How strongly is pay linked to productivity? Nice gals finish last? - cwan
http://economix.blogs.nytimes.com/2010/04/26/do-nice-gals-finish-last/?hp

======
jdminhbg
I wonder what the pay gap would be like if you added in zeroes for all the
unemployed men in this recession:
[http://www.businessweek.com/the_thread/economicsunbound/arch...](http://www.businessweek.com/the_thread/economicsunbound/archives/2009/05/number_of_worki.html)

Returning to the piece at hand, this quote really bugs me:

"But one could also argue that pay differences among all individuals — as well
as gaps between men and women — reflect differences in personality,
preferences and principles as much as productivity.

If this true, then policies like executive pay restrictions and higher
marginal tax rates would not necessarily lower productive contributions."

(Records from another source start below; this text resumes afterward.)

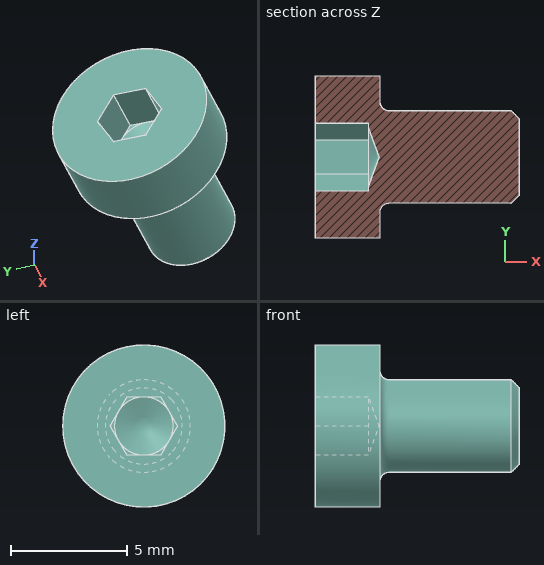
import cadquery as cq
import math

total_length = 8.8
head_diameter = 7.0
head_length = 2.8
shank_diameter = 4.0
neck_fillet = 0.39
tip_chamfer = 0.35
socket_across_flats = 2.52
socket_depth = 2.3
socket_cone_angle = 140.0

head_radius = head_diameter / 2
shank_radius = shank_diameter / 2
head_face_x = -total_length / 2
shoulder_x = head_face_x + head_length
tip_x = total_length / 2
socket_radius = socket_across_flats / 2
socket_corner_diameter = socket_across_flats / math.cos(math.radians(30))
cone_depth = socket_radius / math.tan(math.radians(socket_cone_angle / 2))


def make_body():
    """Revolve the head, filleted neck and chamfered shank about X."""
    arc_offset = neck_fillet * (1 - math.sqrt(0.5))
    return (
        cq.Workplane("XY")
        .moveTo(head_face_x, 0)
        .lineTo(head_face_x, head_radius)
        .lineTo(shoulder_x, head_radius)
        .lineTo(shoulder_x, shank_radius + neck_fillet)
        .threePointArc(
            (shoulder_x + arc_offset, shank_radius + arc_offset),
            (shoulder_x + neck_fillet, shank_radius),
        )
        .lineTo(tip_x - tip_chamfer, shank_radius)
        .lineTo(tip_x, shank_radius - tip_chamfer)
        .lineTo(tip_x, 0)
        .close()
        .revolve(360, (0, 0, 0), (1, 0, 0))
    )


def make_socket():
    """Hexagonal socket with flats facing +Z and -Z and a conical drill point."""
    hexagon = (
        cq.Workplane("YZ", origin=(head_face_x, 0, 0))
        .polygon(6, socket_corner_diameter)
        .extrude(socket_depth)
    )
    floor_x = head_face_x + socket_depth
    drill_point = cq.Workplane(
        cq.Solid.makeCone(socket_radius, 0, cone_depth, cq.Vector(floor_x, 0, 0), cq.Vector(1, 0, 0))
    )
    return hexagon.union(drill_point)


result = make_body().cut(make_socket())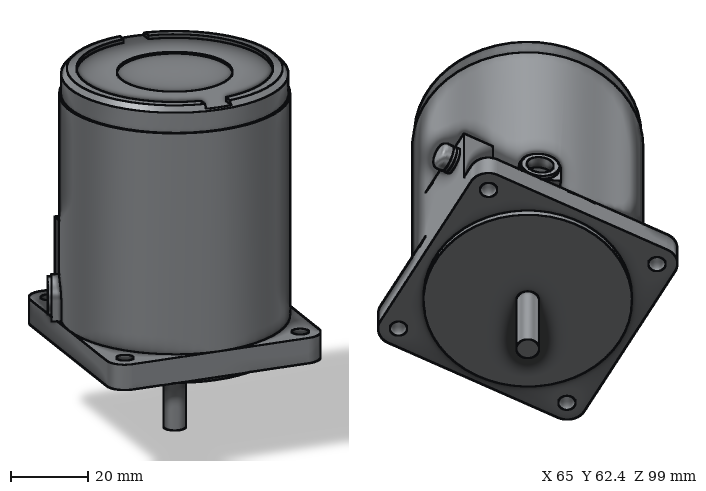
import cadquery as cq
import math

FLANGE_SIDE = 60.0
FLANGE_THICKNESS = 7.0
FLANGE_CORNER_RADIUS = 5.0
BOLT_PITCH = 49.5
BOLT_HOLE_DIAMETER = 4.5

PILOT_DIAMETER = 54.1
PILOT_HEIGHT = 2.0
SHAFT_DIAMETER = 5.9
SHAFT_LENGTH = 22.0

CASE_DIAMETER = FLANGE_SIDE
CASE_HEIGHT = 61.0
COVER_DIAMETER = 59.0
COVER_HEIGHT = 7.0
COVER_CHAMFER = 1.5
COVER_RECESS_DIAMETER = 51.0
COVER_RECESS_DEPTH = 1.0
KEY_SLOT_WIDTH = 7.0
LABEL_DIAMETER = 30.0
LABEL_DEPTH = 0.5

BLOCK_DEPTH = 21.0
BLOCK_HEIGHT = 20.0

PLUG_DIAMETER = 7.0
PLUG_LENGTH = 5.0
PLUG_SHOULDER = 4.4
PLUG_FILLET = 1.5
PLUG_Y = -15.4
PLUG_ABOVE_FLANGE = 14.5
PLUG_GROOVE_START = 0.9
PLUG_GROOVE_END = 1.9
PLUG_GROOVE_DEPTH = 0.1

OUTLET_ANGLE = 22.5
OUTLET_WIDTH = 11.0
OUTLET_ABOVE_FLANGE = 5.4
OUTLET_GAP = 0.3
OUTLET_REACH = 32.0
COLLAR_DIAMETER = 10.0
COLLAR_LENGTH = 1.0
OUTLET_BORE_DIAMETER = 7.0
OUTLET_BORE_DEPTH = 3.3

CASE_TOP = FLANGE_THICKNESS + CASE_HEIGHT
COVER_TOP = CASE_TOP + COVER_HEIGHT


def disc(diameter, bottom, height):
    """Upright cylinder on the case axis."""
    return cq.Workplane("XY").workplane(offset=bottom).circle(diameter / 2).extrude(height)


def make_flange():
    return (
        cq.Workplane("XY")
        .rect(FLANGE_SIDE, FLANGE_SIDE)
        .extrude(FLANGE_THICKNESS)
        .edges("|Z")
        .fillet(FLANGE_CORNER_RADIUS)
        .faces(">Z")
        .workplane()
        .rect(BOLT_PITCH, BOLT_PITCH, forConstruction=True)
        .vertices()
        .hole(BOLT_HOLE_DIAMETER)
    )


def make_cover():
    cover = disc(COVER_DIAMETER, CASE_TOP, COVER_HEIGHT).faces(">Z").edges().chamfer(COVER_CHAMFER)
    floor = COVER_TOP - COVER_RECESS_DEPTH
    recess = disc(COVER_RECESS_DIAMETER, floor, COVER_RECESS_DEPTH)
    key_slot = (
        cq.Workplane("XY")
        .workplane(offset=floor)
        .rect(COVER_DIAMETER, KEY_SLOT_WIDTH)
        .extrude(COVER_RECESS_DEPTH)
    )
    label = disc(LABEL_DIAMETER, floor - LABEL_DEPTH, LABEL_DEPTH)
    return cover.cut(recess).cut(key_slot).cut(label)


def make_connector_block():
    block = cq.Workplane("XY").box(FLANGE_SIDE / 2, BLOCK_DEPTH, BLOCK_HEIGHT, centered=False)
    return block.translate((-FLANGE_SIDE / 2, -BLOCK_DEPTH, FLANGE_THICKNESS))


def make_plug():
    """Domed plug pointing along -X, with a shallow groove around it."""
    radius = PLUG_DIAMETER / 2
    groove_radius = radius - PLUG_GROOVE_DEPTH
    dome_rise = PLUG_LENGTH - PLUG_SHOULDER
    dome_radius = (radius**2 + dome_rise**2) / (2 * dome_rise)
    half_radius = radius / 2
    dome_mid = PLUG_LENGTH - dome_radius + math.sqrt(dome_radius**2 - half_radius**2)
    plug = (
        cq.Workplane("XY")
        .lineTo(0, radius)
        .lineTo(-PLUG_SHOULDER, radius)
        .threePointArc((-dome_mid, half_radius), (-PLUG_LENGTH, 0))
        .close()
        .revolve(360, (0, 0), (1, 0))
        .edges(">>X[1]")
        .fillet(PLUG_FILLET)
    )
    groove = (
        cq.Workplane("YZ")
        .workplane(offset=-PLUG_GROOVE_END)
        .circle(radius)
        .circle(groove_radius)
        .extrude(PLUG_GROOVE_END - PLUG_GROOVE_START)
    )
    return plug.cut(groove).translate(
        (-FLANGE_SIDE / 2, PLUG_Y, FLANGE_THICKNESS + PLUG_ABOVE_FLANGE)
    )


def outlet_plane(reach):
    """Plane across the outlet axis, facing outward, at a distance from the case axis."""
    angle = math.radians(OUTLET_ANGLE)
    outward = (-math.sin(angle), -math.cos(angle), 0)
    along_face = (math.cos(angle), -math.sin(angle), 0)
    origin = (
        reach * outward[0],
        reach * outward[1],
        FLANGE_THICKNESS + OUTLET_ABOVE_FLANGE,
    )
    return cq.Workplane(cq.Plane(origin, xDir=along_face, normal=outward))


def add_outlet(body):
    half_width = OUTLET_WIDTH / 2
    bottom = OUTLET_GAP - OUTLET_ABOVE_FLANGE
    inside_case = CASE_DIAMETER / 4
    boss = (
        outlet_plane(inside_case)
        .moveTo(-half_width, bottom)
        .lineTo(half_width, bottom)
        .lineTo(half_width, 0)
        .threePointArc((0, half_width), (-half_width, 0))
        .close()
        .extrude(OUTLET_REACH - inside_case)
    )
    collar = outlet_plane(OUTLET_REACH).circle(COLLAR_DIAMETER / 2).extrude(COLLAR_LENGTH)
    bore = (
        outlet_plane(OUTLET_REACH + COLLAR_LENGTH)
        .circle(OUTLET_BORE_DIAMETER / 2)
        .extrude(-OUTLET_BORE_DEPTH)
    )
    return body.union(boss).union(collar).cut(bore)


body = (
    make_flange()
    .union(disc(PILOT_DIAMETER, -PILOT_HEIGHT, PILOT_HEIGHT))
    .union(disc(SHAFT_DIAMETER, -PILOT_HEIGHT - SHAFT_LENGTH, SHAFT_LENGTH))
    .union(disc(CASE_DIAMETER, FLANGE_THICKNESS, CASE_HEIGHT))
    .union(make_cover())
    .union(make_connector_block())
    .union(make_plug())
)
result = add_outlet(body)

How did she go from "maybe those factors are as big as productivity" to
"therefore there won't be any effect on productivity" in consecutive
sentences?

There are some interesting links in the article, but a ton of shoddy thinking
in and around them.

------
jchonphoenix
This article isn't based on any grounded research or survey. It is basically a
collection of what the author feels is happening in the current day with
random selective citations from other articles written by other authors
touting their own opinions.

If you're going to write about your personal opinions, don't pretend you are
knowledgeable and speak as if you are talking about facts.

We have enough articles in the every day media that pretty much have "citation
needed" written all over them. We don't need them on hacker news.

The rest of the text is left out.